Go through the data below and return each line containing the word "SorghumFactory".

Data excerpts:

★ ★ ★ ★ ★ ★ ★

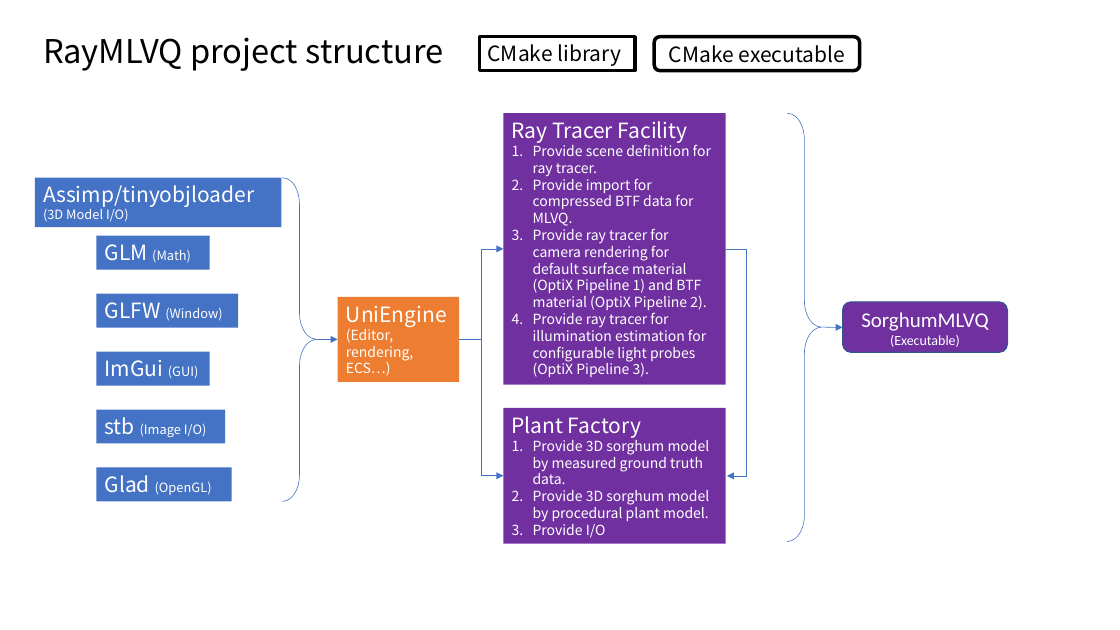
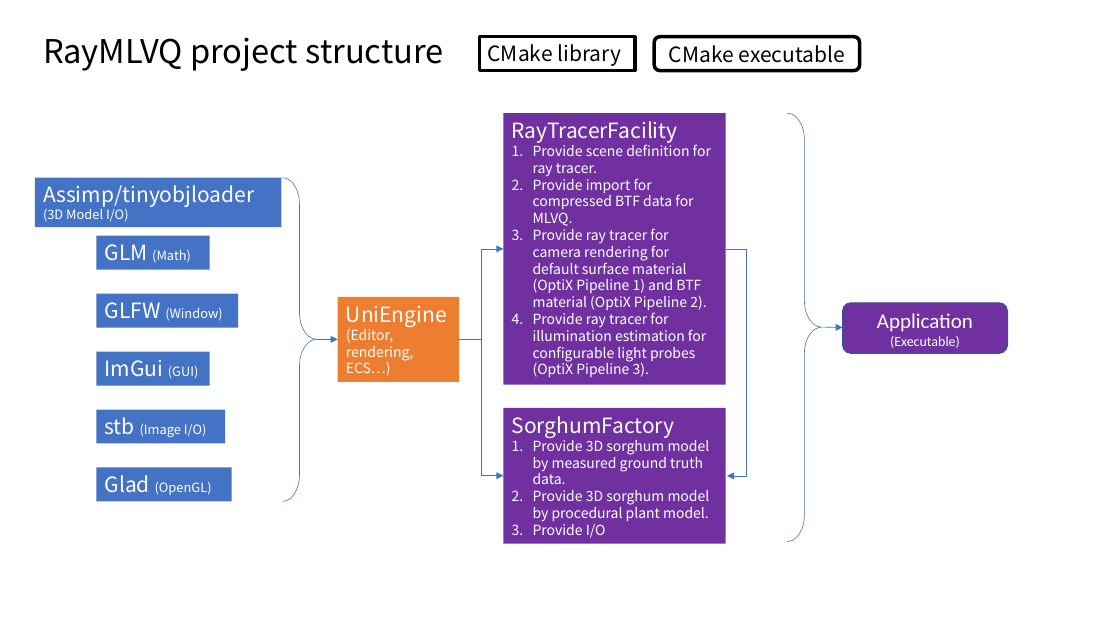
Before and after one commit to edisonlee0212/SorghumFactory, a slide deck: slide 1 of Project Structure.pptx. Drawn at 1120x630 pixels with LibreOffice and Linux fonts; fonts in the diff are those of the drawing. Boxes give left, top, right and bottom in pixels: in the first picture for what was removed or moved away, otherwise in the second. Text is boxed around its words. In the diff, an @@ line names an element or a change of style, - is before the commit and + after.

```diff
--- a/Project Structure.pptx
+++ b/Project Structure.pptx
@@ text in rectangle at box(512, 121, 678, 143): spaces changed @@
-Ray Tracer Facility
+RayTracerFacility
@@ text in rounded rectangle at box(877, 313, 973, 332): text changed @@
-SorghumMLVQ
+Application
@@ text in rectangle at box(512, 416, 675, 438): text changed @@
-Plant Factory
+SorghumFactory
```
Also in this commit, not shown: 4 other files.
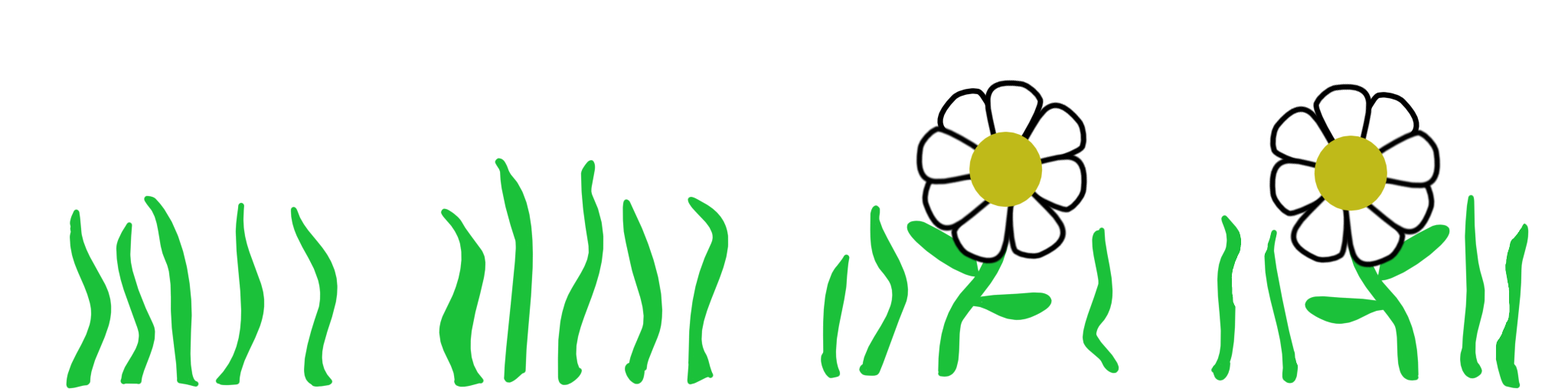
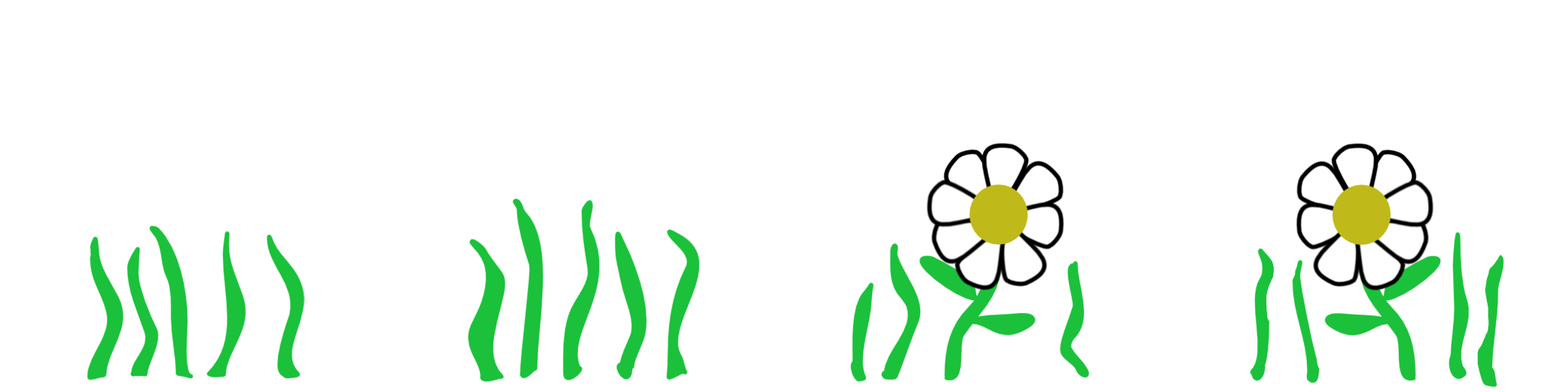
Layers edited between the first and the second 1568px x 392px image:
painted on "Capa de pintura 1" (1st of 2) over box(65, 195, 338, 389)
painted on "Capa de pintura 1" (2nd of 2) over box(438, 157, 729, 388)
painted on "Capa de pintura 2 Fusionada" over box(725, 78, 1120, 383)
painted on "Copia de Capa de pintura 2 Fusionada" over box(1211, 82, 1529, 389)
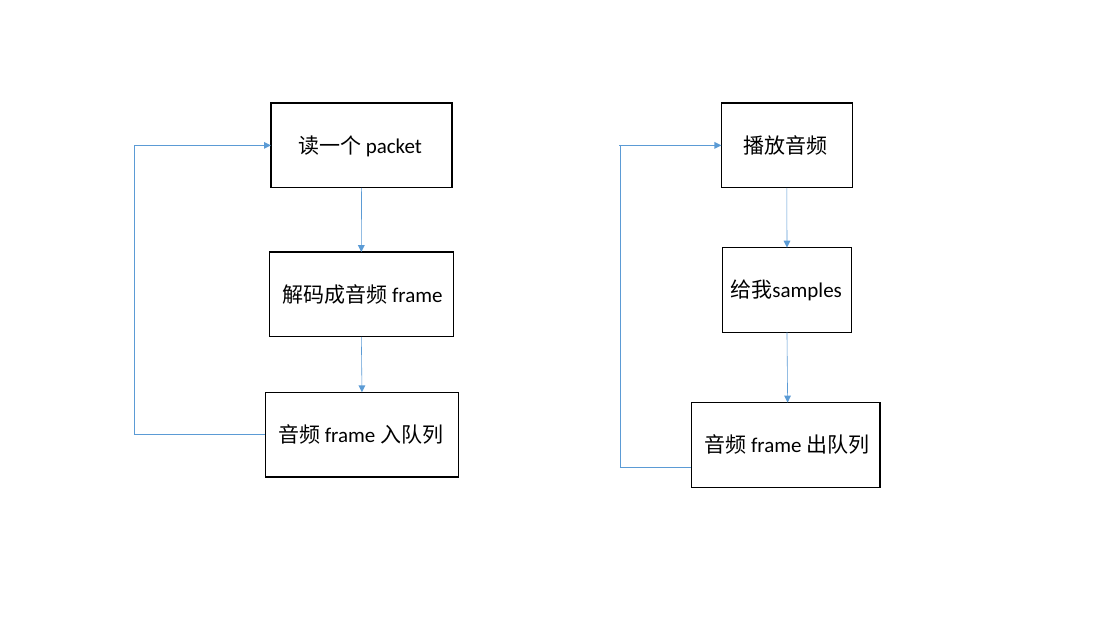
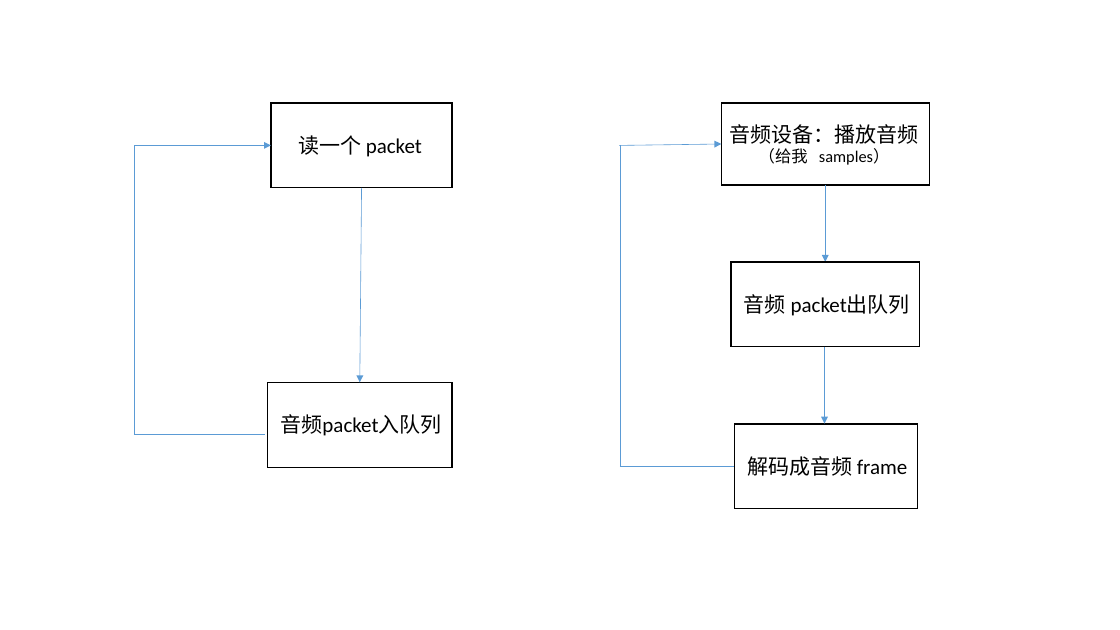
Before and after one commit to shileiz/notes, a slide deck: slide 9 of FFmpeg/slides/03/SDL-AUDIO.pptx. Drawn at 1120x630 pixels with LibreOffice and Linux fonts; fonts in the diff are those of the drawing. Boxes give left, top, right and bottom in pixels: in the first picture for what was removed or moved away, otherwise in the second. Text is boxed around its words. In the diff, an @@ line names an element or a change of style, - is before the commit and + after.

```diff
--- a/FFmpeg/slides/03/SDL-AUDIO.pptx
+++ b/FFmpeg/slides/03/SDL-AUDIO.pptx
@@ rectangle "音频设备：播放音频": place and size @@
-rectangle "音频设备：播放音频" at (722, 103, 853, 188)
+rectangle "音频设备：播放音频" at (722, 103, 929, 186)
@@ text in rectangle at (730, 124, 919, 165): text changed; size 18 to 14 pt @@
-播放音频
+音频设备：播放音频
+（给我 samples）
@@ arrow moved from (361, 188) - (361, 252) to (361, 188) - (360, 382) @@
@@ arrow moved from (787, 188) - (787, 248) to (825, 185) - (825, 262) @@
@@ rectangle removed at (723, 248, 852, 333) @@
-给我samples
@@ rectangle "音频 packet出队列": place and size @@
-rectangle "音频 packet出队列" at (691, 402, 881, 487)
+rectangle "音频 packet出队列" at (731, 262, 920, 347)
@@ text in rectangle at (744, 294, 910, 316): text changed @@
-音频 frame 出队列
+音频 packet出队列
@@ arrow removed from (361, 337) to (362, 392) @@
@@ arrow moved from (787, 333) - (788, 402) to (825, 347) - (825, 423) @@
@@ rectangle "音频packet入队列": place and size @@
-rectangle "音频packet入队列" at (270, 252, 454, 337)
+rectangle "音频packet入队列" at (267, 382, 452, 467)
@@ rectangle removed at (266, 392, 459, 477) @@
-音频 frame 入队列
@@ text in rectangle at (280, 414, 441, 436): text changed @@
-解码成音频 frame
+音频packet入队列
@@ rectangle added at (734, 424, 918, 509), fill #FFFFFF, outline #000000 1 pt, 18 pt, text #000000 @@
+解码成音频 frame
@@ line moved from (620, 467) - (723, 467) to (620, 466) - (734, 466) @@
```
Also in this commit, not shown: 1 other slide changed, 3 other files.

★ ★ ★ ★ ★ ★ ★

Output below –
Before and after one commit to edisonlee0212/SorghumFactory, a slide deck: slide 1 of Project Structure.pptx. Drawn at 1120x630 pixels with LibreOffice and Linux fonts; fonts in the diff are those of the drawing. Boxes give left, top, right and bottom in pixels: in the first picture for what was removed or moved away, otherwise in the second. Text is boxed around its words. In the diff, an @@ line names an element or a change of style, - is before the commit and + after.
+SorghumFactory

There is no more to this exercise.